Tegra410 provides Memory Bandwidth Throttler (MBWT) controls for PCIe
and GPU connected over chip-to-chip link (Nv-Clink) traffic on the path
to DRAM. Each PCIe bandwidth group has a single shared cap for all
traffic in that group. A group may contain only PCIe devices, only a GPU
over Nv-Clink, or both PCIe and GPU traffic in a bifurcated topology.
Bandwidth for a group can be set per traffic type (PCIe Read, PCIe
Write, GPU over Nv-Clink).
Add a sysfs attribute on the tegra-bpmp platform device to expose a
narrow userspace interface/tuning knob for MBWT control.
A write to the attribute accepts a comma-separated tuple of
instance,vc_type,bandwidth. The instance field identifies the PCIe
bandwidth group. The vc_type field selects PCIe read, PCIe write, or GPU
over Nv-Clink traffic for that group, and bandwidth specifies the target
bandwidth limit to program. A read from the attribute queries firmware
for each documented instance and vc_type combination and returns one
tuple per line. Reads do not depend on a previous write. If firmware
returns an error for any GET_BW request, the read fails with that error.
For example, writing 0,1,100 programs a 100 GB/s cap for PCIe write
traffic in PCIe bandwidth group 0. A subsequent read reports the
firmware-returned tuples, including the bandwidth value reported by
firmware for PCIe write traffic in group 0.

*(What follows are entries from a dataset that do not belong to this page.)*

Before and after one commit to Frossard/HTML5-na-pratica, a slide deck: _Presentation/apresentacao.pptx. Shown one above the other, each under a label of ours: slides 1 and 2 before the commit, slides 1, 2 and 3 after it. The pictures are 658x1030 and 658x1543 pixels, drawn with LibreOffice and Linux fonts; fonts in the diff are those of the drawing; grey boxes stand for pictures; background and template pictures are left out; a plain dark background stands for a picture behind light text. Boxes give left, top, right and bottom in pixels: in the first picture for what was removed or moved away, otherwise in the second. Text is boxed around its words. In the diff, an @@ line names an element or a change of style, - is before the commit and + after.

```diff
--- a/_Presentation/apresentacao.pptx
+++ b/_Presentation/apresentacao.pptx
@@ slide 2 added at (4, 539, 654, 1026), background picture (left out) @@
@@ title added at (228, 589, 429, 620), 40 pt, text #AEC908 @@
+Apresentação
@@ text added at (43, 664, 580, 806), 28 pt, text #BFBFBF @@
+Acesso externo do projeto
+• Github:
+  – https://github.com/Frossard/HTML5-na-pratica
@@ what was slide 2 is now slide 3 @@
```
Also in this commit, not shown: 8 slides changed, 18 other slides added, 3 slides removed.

Since Tegra410 is an ACPI-only platform, register the attribute only on
ACPI systems and only when BPMP firmware reports support for the MBWT
GET_BW and SET_BW requests through its query ABI.

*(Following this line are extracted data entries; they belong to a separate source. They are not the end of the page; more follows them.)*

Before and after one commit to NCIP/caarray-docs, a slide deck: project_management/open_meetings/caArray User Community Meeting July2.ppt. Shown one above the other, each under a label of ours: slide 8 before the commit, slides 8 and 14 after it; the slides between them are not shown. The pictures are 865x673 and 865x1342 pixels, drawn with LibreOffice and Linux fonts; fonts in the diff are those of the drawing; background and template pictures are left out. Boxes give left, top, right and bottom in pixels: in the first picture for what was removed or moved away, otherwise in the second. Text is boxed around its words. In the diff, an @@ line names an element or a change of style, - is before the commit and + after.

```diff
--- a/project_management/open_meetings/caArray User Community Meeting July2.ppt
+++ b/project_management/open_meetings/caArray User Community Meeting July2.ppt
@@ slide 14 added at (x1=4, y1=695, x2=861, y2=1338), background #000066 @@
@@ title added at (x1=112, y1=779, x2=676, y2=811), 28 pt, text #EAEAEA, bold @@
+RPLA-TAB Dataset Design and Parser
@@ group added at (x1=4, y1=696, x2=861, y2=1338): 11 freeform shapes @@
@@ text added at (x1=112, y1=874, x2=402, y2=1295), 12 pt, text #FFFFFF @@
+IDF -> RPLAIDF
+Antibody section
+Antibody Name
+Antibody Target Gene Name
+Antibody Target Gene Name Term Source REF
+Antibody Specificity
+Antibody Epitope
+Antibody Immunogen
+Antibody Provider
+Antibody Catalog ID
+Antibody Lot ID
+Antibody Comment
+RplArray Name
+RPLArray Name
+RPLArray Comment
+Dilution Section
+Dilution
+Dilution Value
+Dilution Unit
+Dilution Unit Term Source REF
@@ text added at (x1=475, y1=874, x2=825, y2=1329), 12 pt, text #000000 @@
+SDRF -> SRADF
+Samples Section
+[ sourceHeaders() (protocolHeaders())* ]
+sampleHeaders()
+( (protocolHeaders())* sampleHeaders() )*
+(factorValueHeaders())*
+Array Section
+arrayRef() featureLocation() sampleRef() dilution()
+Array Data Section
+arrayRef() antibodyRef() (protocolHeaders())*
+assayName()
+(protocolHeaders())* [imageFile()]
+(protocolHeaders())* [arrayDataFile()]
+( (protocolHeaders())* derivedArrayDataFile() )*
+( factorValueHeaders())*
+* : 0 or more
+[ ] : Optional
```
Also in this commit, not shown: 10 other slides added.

Signed-off-by: Aniruddha Rao <anrao@nvidia.com>
---
.../ABI/testing/sys-platform-tegra-bpmp | 51 +++++
drivers/firmware/tegra/Makefile | 1 +
drivers/firmware/tegra/bpmp-private.h | 2 +
drivers/firmware/tegra/bpmp-tegra-sysfs.c | 210 ++++++++++++++++++
drivers/firmware/tegra/bpmp.c | 6 +
5 files changed, 270 insertions(+)
create mode 100644 Documentation/ABI/testing/sys-platform-tegra-bpmp
create mode 100644 drivers/firmware/tegra/bpmp-tegra-sysfs.c
diff --git a/Documentation/ABI/testing/sys-platform-tegra-bpmp b/Documentation/ABI/testing/sys-platform-tegra-bpmp
new file mode 100644
index 000000000000..2c08051ac39d
--- /dev/null
+++ b/Documentation/ABI/testing/sys-platform-tegra-bpmp
@@ -0,0 +1,51 @@
+What: /sys/bus/platform/devices/<bpmp-device>/bandwidth
+Date: June 2026
+KernelVersion: 7.1
+Contact: Aniruddha TVS Rao <anrao@nvidia.com>
+Description:
+ Provides access to the Tegra410 Memory Bandwidth Throttler
+ (MBWT) control exposed by BPMP firmware for PCIe and GPU
+ connected over chip-to-chip link (Nv-Clink) traffic on the
+ path to DRAM.
+
+ The attribute is present only on ACPI-based Tegra410 systems
+ and only when BPMP firmware reports support for the MBWT
+ GET_BW and SET_BW requests through its query ABI.
+
+ Each PCIe bandwidth group has a single shared cap for all
+ traffic in that group. A group may contain only PCIe devices,
+ only a GPU over Nv-Clink, or both PCIe and GPU traffic in a
+ bifurcated topology. Bandwidth for a group can be set per
+ traffic type (PCIe Read, PCIe Write, GPU over Nv-Clink).
+
+ A write accepts a comma-separated tuple of
+ "instance,vc_type,bandwidth". Spaces around comma-separated
+ fields are allowed.
+
+ instance identifies the PCIe bandwidth group. Valid values are
+ 0-5, where 0 = pcie0, 1 = pcie1, ..., 5 = pcie5.
+
+ vc_type selects the traffic type for the selected group:
+ 0 = PCIe read
+ 1 = PCIe write
+ 2 = GPU over Nv-Clink
+
+ bandwidth specifies the target bandwidth cap in GB/s. Values
+ outside 1-110 (inclusive) are rejected by the driver before
+ issuing MBWT_SET. Firmware may still reject values within
+ that range.
+
+ A read queries firmware for each documented instance and
+ vc_type combination, and returns one tuple per line. Reads
+ do not depend on a previous write. If firmware returns an
+ error for any GET_BW request, the read fails with that error.
+
+ Example:
+ echo 0,1,100 > .../bandwidth
+ cat .../bandwidth
+ 0,0,100
+ 0,1,100
+ ...
+
+Users: Platform integration and bandwidth tuning on ACPI-based
+ Tegra410 systems (PCIe and GPU over Nv-Clink caps).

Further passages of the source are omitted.